### Dataset excerpts

▬▬▬▬▬▬▬▬▬▬

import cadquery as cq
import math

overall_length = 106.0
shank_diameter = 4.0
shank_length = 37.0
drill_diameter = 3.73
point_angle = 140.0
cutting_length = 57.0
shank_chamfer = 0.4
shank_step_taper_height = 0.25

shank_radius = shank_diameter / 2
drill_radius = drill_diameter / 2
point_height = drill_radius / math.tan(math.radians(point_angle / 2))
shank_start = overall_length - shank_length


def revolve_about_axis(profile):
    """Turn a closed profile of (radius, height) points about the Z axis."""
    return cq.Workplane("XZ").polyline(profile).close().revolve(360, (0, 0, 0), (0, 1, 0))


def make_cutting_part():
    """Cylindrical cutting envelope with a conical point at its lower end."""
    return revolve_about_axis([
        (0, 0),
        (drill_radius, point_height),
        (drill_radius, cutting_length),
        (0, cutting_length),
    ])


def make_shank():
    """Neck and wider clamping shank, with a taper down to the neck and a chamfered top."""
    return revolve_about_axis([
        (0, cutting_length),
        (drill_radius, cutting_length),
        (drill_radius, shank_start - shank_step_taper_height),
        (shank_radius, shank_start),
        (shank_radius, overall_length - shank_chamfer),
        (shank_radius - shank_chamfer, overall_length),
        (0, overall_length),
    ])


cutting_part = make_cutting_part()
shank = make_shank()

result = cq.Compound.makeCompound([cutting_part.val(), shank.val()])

▬▬▬▬▬▬▬▬▬▬

### How to complete this task
Retype every entry above, word for word.

### Response box
import cadquery as cq
import math

overall_length = 106.0
shank_diameter = 4.0
shank_length = 37.0
drill_diameter = 3.73
point_angle = 140.0
cutting_length = 57.0
shank_chamfer = 0.4
shank_step_taper_height = 0.25

shank_radius = shank_diameter / 2
drill_radius = drill_diameter / 2
point_height = drill_radius / math.tan(math.radians(point_angle / 2))
shank_start = overall_length - shank_length


def revolve_about_axis(profile):
    """Turn a closed profile of (radius, height) points about the Z axis."""
    return cq.Workplane("XZ").polyline(profile).close().revolve(360, (0, 0, 0), (0, 1, 0))


def make_cutting_part():
    """Cylindrical cutting envelope with a conical point at its lower end."""
    return revolve_about_axis([
        (0, 0),
        (drill_radius, point_height),
        (drill_radius, cutting_length),
        (0, cutting_length),
    ])


def make_shank():
    """Neck and wider clamping shank, with a taper down to the neck and a chamfered top."""
    return revolve_about_axis([
        (0, cutting_length),
        (drill_radius, cutting_length),
        (drill_radius, shank_start - shank_step_taper_height),
        (shank_radius, shank_start),
        (shank_radius, overall_length - shank_chamfer),
        (shank_radius - shank_chamfer, overall_length),
        (0, overall_length),
    ])


cutting_part = make_cutting_part()
shank = make_shank()

result = cq.Compound.makeCompound([cutting_part.val(), shank.val()])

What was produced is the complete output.